Cluster binding studies with two anti-Thomsen-Friedenreich (anti-core-1, CD176, TF) antibodies: evidence for a multiple TF epitope


  • A. Flechner
  • G. Butschak
  • A. Löffler
  • J. Rühmann
  • S.I. Nishimura
  • R. Dölling
  • B. Purfürst
  • S. Goletz
  • A. Danielczyk
  • U. Karsten


  • International Immunopharmacology


  • Int Immunopharmacol 72: 186-194


  • Antibodies to carbohydrate epitopes are often of the IgM isotype and require multiple binding for sufficient avidity. Therefore clusters of epitopes are preferred antigenic sites in these cases.

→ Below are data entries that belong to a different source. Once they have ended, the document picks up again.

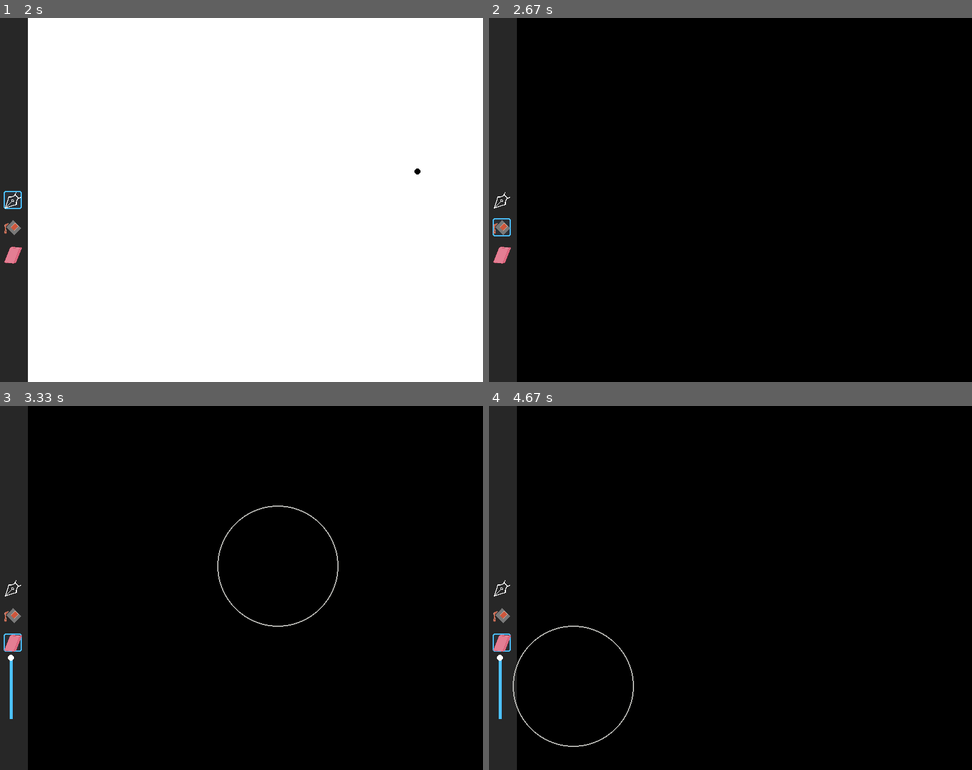
Above: before the commit, frames 1-4 (two rows, left to right).
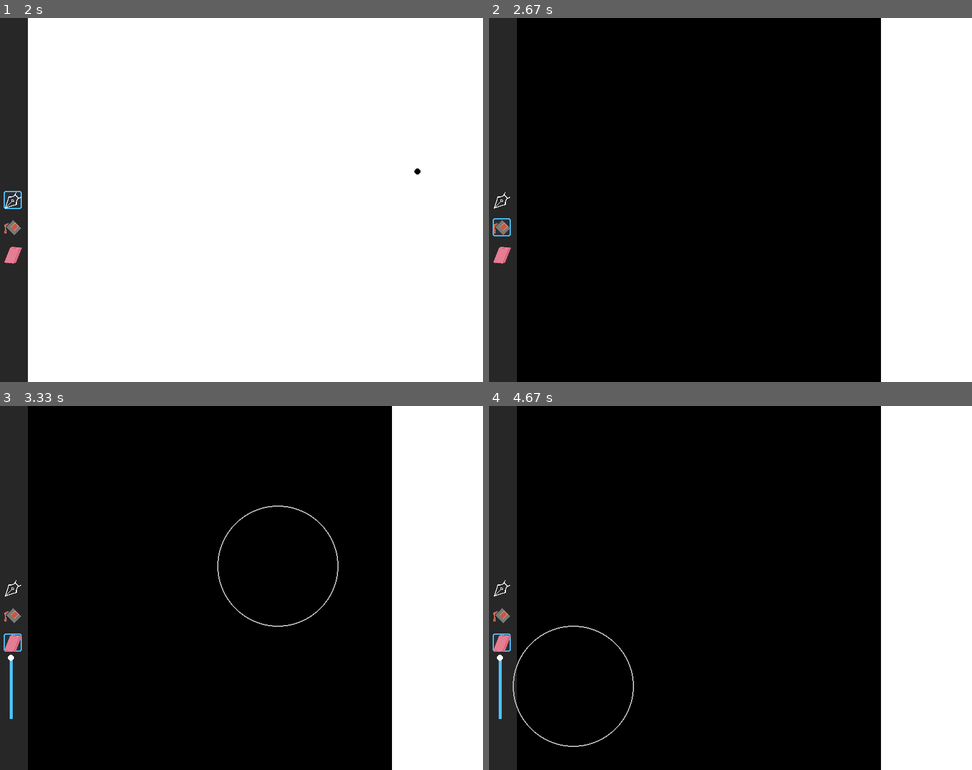
Above: after the commit, the same moments.

Repository: CsgoBotTG/paint-on-pygame
Game: pygame game, started from src/main.py
Two runs of this game, one before a commit and one after it. Both use one fixed random seed, a clock stepped at 60 frames per second and the inputs below.
Inputs (mouse positions are in pixels of both pictures, inside the frame that each line leads up to):
- Up to frame 1 (2 s): press the mouse at (241, 221) at 0.37 s; move the mouse to (183, 214) at 0.47 s; release the mouse at (125, 203) at 0.6 s; press the mouse at (14, 254) at 0.7 s; move the mouse to (43, 185) at 0.8 s; release the mouse at (77, 112) at 0.93 s; click (227, 181) at 1.05 s; press the mouse at (14, 200) at 1.37 s; move the mouse to (33, 159) at 1.47 s; release the mouse at (57, 119) at 1.6 s; click (415, 170) at 1.72 s
- Up to frame 2 (2.67 s): press the mouse at (503, 229) at 2.03 s; move the mouse to (706, 145) at 2.13 s; release the mouse at (909, 61) at 2.27 s; click (764, 338) at 2.38 s
- Up to frame 3 (3.33 s): press the mouse at (14, 642) at 2.7 s; move the mouse to (188, 566) at 2.8 s; release the mouse at (362, 486) at 2.93 s; press the mouse at (9, 719) at 3.03 s; move the mouse to (144, 642) at 3.13 s; release the mouse at (280, 566) at 3.27 s
- Up to frame 4 (4.67 s): press the mouse at (503, 588) at 3.37 s; move the mouse to (566, 595) at 3.47 s; release the mouse at (629, 602) at 3.6 s; press the mouse at (503, 617) at 3.7 s; move the mouse to (542, 551) at 3.8 s; release the mouse at (580, 486) at 3.93 s; click (894, 613) at 4.05 s; press the mouse at (503, 642) at 4.37 s; move the mouse to (537, 664) at 4.47 s; release the mouse at (571, 686) at 4.6 s

Frame 1 is identical in both runs. In frame 2, 19% of the frame differs, in the area x 81-100%, y 0-100%; in frame 3, 19%; in frame 4, 19%.

Commit message:
adding skanline floodfill alghorithm

Diff:
--- a/src/canvas.py
+++ b/src/canvas.py
@@ -1,13 +1,77 @@
 from settings import *
 import pygame
+import numpy as np
+import cv2
+
+white_np = np.array([255, 255, 255], dtype=np.uint8)
+black_np = np.array([0, 0, 0], dtype=np.uint8)
 
 class Canvas:
     def __init__(self, screen: pygame.Surface):
         self.screen = screen
         self.w = canvas_size[0]
         self.h = canvas_size[1]
-        self.canvas = pygame.Surface(canvas_size)
-        self.canvas.fill('white')
+        self.canvas_np = np.full((self.h, self.w, 3), 255, dtype=np.uint8)
+        self.canvas = pygame.surfarray.make_surface(self.canvas_np)
+
+    def draw_line(self, x1, y1, x2, y2):
+        cv2.line(self.canvas_np, (y1, x1), (y2, x2), (0, 0, 0))
+        self.canvas = pygame.surfarray.make_surface(self.canvas_np)
+
+    def draw_circle(self, x, y, radius):
+        cv2.circle(self.canvas_np, (y, x), radius, (255, 255, 255), -1)
+        self.canvas = pygame.surfarray.make_surface(self.canvas_np)
+
+
+    def is_valid(self, x: int, y: int):
+        return 0 <= x < self.w and 0 <= y < self.h
+
+#    def get_color(self, x: int, y: int):
+#        if not self.is_valid(x, y):
+#            return None
+#        return tuple(self.canvas_np[y, x])
+
+    def set_color(self, x: int, y: int, color):
+        if self.is_valid(x, y):
+            self.canvas_np[y, x] = color
+
+
+    def fill(self, seed_point):
+        x, y = seed_point[0], seed_point[1]
+#        target_color = (255, 255, 255)
+#        replacement_color = (0, 0, 0)
+
+        if not self.is_valid(x, y):
+            return
+
+        if self.canvas_np[y, x][0] != 255:
+            return
+
+        stack = [(x, y)]
+
+        while stack:
+            x, y = stack.pop()
+
+            x1 = x
+            while self.is_valid(x1, y) and self.canvas_np[y, x1][0] == 255:
+                x1 -= 1
+            x1 += 1
+
+            x2 = x
+            while self.is_valid(x2, y) and self.canvas_np[y, x2][0] == 255:
+                x2 += 1
+            x2 -= 1
+
+#            cv2.line(self.canvas_np, (y, x1), (y, x2), (0, 0, 0))
+            for i in range(x1, x2 + 1):
+                self.set_color(i, y, (0, 0, 0))
+
+            for i in range(x1, x2 + 1):
+                if self.is_valid(i, y - 1) and self.canvas_np[y-1, i][0] == 255:
+                    stack.append((i, y - 1))
+                if self.is_valid(i, y + 1) and self.canvas_np[y+1, i][0] == 255:
+                    stack.append((i, y + 1))
+
 
     def draw(self, x=50, y=0):
         self.screen.blit(self.canvas, (x, y))
--- a/src/main.py
+++ b/src/main.py
@@ -1,6 +1,3 @@
-import sys
-sys.setrecursionlimit(10**6)
-
 from settings import *
 import menutools
 import canvas
@@ -11,6 +8,7 @@
 clock = pygame.time.Clock()
 
 canvas = canvas.Canvas(screen)
+
 menu = menutools.Menu(screen, menutools.instruments_list)
 
 is_onscreen = False
@@ -45,6 +43,17 @@
 
     # canvas
     screen.fill('white')
+
+    #canvas.canvas_np = np.ones((*canvas_size, 3), dtype=np.uint8) * 255
+    #cv2.circle(canvas.canvas_np, (300, 400), 100, (0, 0, 0), 1)
+    #canvas.canvas = pygame.surfarray.make_surface(canvas.canvas_np)
+
+    #start = time.time()
+    #menutools.fill.fill(canvas, (300, 400))
+    #end = time.time()
+    #print('filled in: ', str(end-start))
+    #times.append(end-start)
+
     canvas.draw(50, 0)
 
     # menu
@@ -58,9 +67,18 @@
             if not menutools.pen.positions:
                 menutools.pen.add_start_point(xm-50, ym)
             menutools.pen.add(xm-50, ym)
-            menutools.pen.draw_pen(canvas.canvas)
+            menutools.pen.draw_pen(canvas)
         elif menu.get_choosed == 'fill':
-            menutools.fill.fill(canvas, (xm-50, ym))
+            #plt.imshow(canvas.canvas_np)
+            #plt.title('before')
+            #plt.show()
+
+            #print(f'Filled in: {menutools.fill.fill(canvas, (ym, xm-50))}')
+            menutools.fill.fill(canvas, (ym, xm-50))
+
+            #plt.imshow(canvas.canvas_np)
+            #plt.title('after')
+            #plt.show()
         elif menu.get_choosed == 'erase':
             menutools.eraser.erase(canvas, (xm-50, ym))
 
--- a/src/menutools.py
+++ b/src/menutools.py
@@ -1,6 +1,4 @@
 from settings import *
-from typing import List
-from collections import deque
 import pygame
 
 class Instrument:
@@ -15,7 +13,7 @@
         menu.menu.blit(self.asset, self.pos)
 
 class Menu:
-    def __init__(self, screen: pygame.Surface, instruments: List[Instrument]):
+    def __init__(self, screen: pygame.Surface, instruments):
         self.screen = screen
         self.w = menu_size[0]
         self.h = menu_size[1]
@@ -79,22 +77,21 @@
         self.positions.append((xm, ym))
         self.positions = self.positions[-2:]
 
-    def draw_pen(self, canvas: pygame.Surface):
-        pygame.draw.line(canvas, 'black', self.positions[0], self.positions[1])
+    def draw_pen(self, canvas):
+        #start = time.time()
+        canvas.draw_line(*self.positions[0], *self.positions[1])
+        #end = time.time()
+        #pygame.draw.line(canvas, 'black', self.positions[0], self.positions[1])
+        #return end - start
+
 
 class Fill(Instrument):
     def __init__(self, asset_path, size, type):
         super().__init__(asset_path, size, type)
 
-    def _dfs(self, canvas, node, visited):
-        if node not in visited:
-            visited.append(node)
-            canvas.canvas.set_at(node, (0, 0, 0))
-            for n in canvas.get_neighbour(node):
-                self._dfs(canvas, n, visited)
 
     def fill(self, canvas, seed_position):
-        queue = deque([seed_position])
+        '''queue = deque([seed_position])
         white = pygame.Color(255, 255, 255)
         black = pygame.Color(0, 0, 0)
         while queue:
@@ -110,24 +107,16 @@
             if y > 0:
                 queue.append((x, y - 1))
             if y < canvas.h - 1:
-                queue.append((x, y + 1))
+                queue.append((x, y + 1))'''
+                #start = time.time()
+        #start = time.time()
+        canvas.fill(seed_position)
+        #end = time.time()
+        canvas.canvas = pygame.surfarray.make_surface(canvas.canvas_np)
+        #return end - start
 
 class Slider:
     def __init__(self, x, y, height, min_val, max_val, initial_val, color=(100, 100, 100), handle_color=(150, 150, 150), handle_radius=5):
-        """
-        Инициализирует вертикальный ползунок.
-
-        Args:
-            x (int): X-координата верхнего левого угла ползунка.
-            y (int): Y-координата верхнего левого угла ползунка.
-            height (int): Высота ползунка.
-            min_val (float): Минимальное значение ползунка.
-            max_val (float): Максимальное значение ползунка.
-            initial_val (float): Начальное значение ползунка.
-            color (tuple, optional): Цвет ползунка в формате RGB. По умолчанию (100, 100, 100).
-            handle_color (tuple, optional): Цвет ручки ползунка в формате RGB. По умолчанию (150, 150, 150).
-            handle_radius (int, optional): Радиус ручки ползунка. По умолчанию 5.
-        """
         self.x = x
         self.y = y
         self.height = height
@@ -182,7 +171,8 @@
         pygame.draw.circle(screen, eraser_color, pos, self.radius, 2)
 
     def erase(self, canvas, pos):
-        pygame.draw.circle(canvas.canvas, (255, 255, 255), pos, self.radius, self.radius)
+        canvas.draw_circle(*pos, self.radius)
+        #pygame.draw.circle(canvas.canvas, (255, 255, 255), pos, self.radius, self.radius)
 
 pen = Pen(path_pen, instrument_size, 'pen')
 fill = Fill(path_fill, instrument_size, 'fill')

We have examined the type of clusters recognized by two anti-Thomsen-Friedenreich (TF, core-1, CD176) IgM antibodies, NM-TF1 and NM-TF2, using several different sets of TF-carrying synthetic glycoconjugates in ELISA experiments. To our surprise, the single most important factor determining binding strength was a close vicinity of several TF glycans at distances of ≤1 nm. Considering the known dimensions of IgM antibodies, our data strongly suggest that a cluster of up to four TF moieties, presenting as a "multiple epitope", is required to attach to a single combining site in order to result in adequate binding strength. This effect can also be achieved by "surrogate-multiple epitopes" consisting of separate TF-carrying molecules in close vicinity. In addition, it was found that serine-linked TFs are stronger bound than threonine-linked TFs by both antibodies. This peculiar type of cluster recognition may contribute to improved avidity and explicit tumor specificity.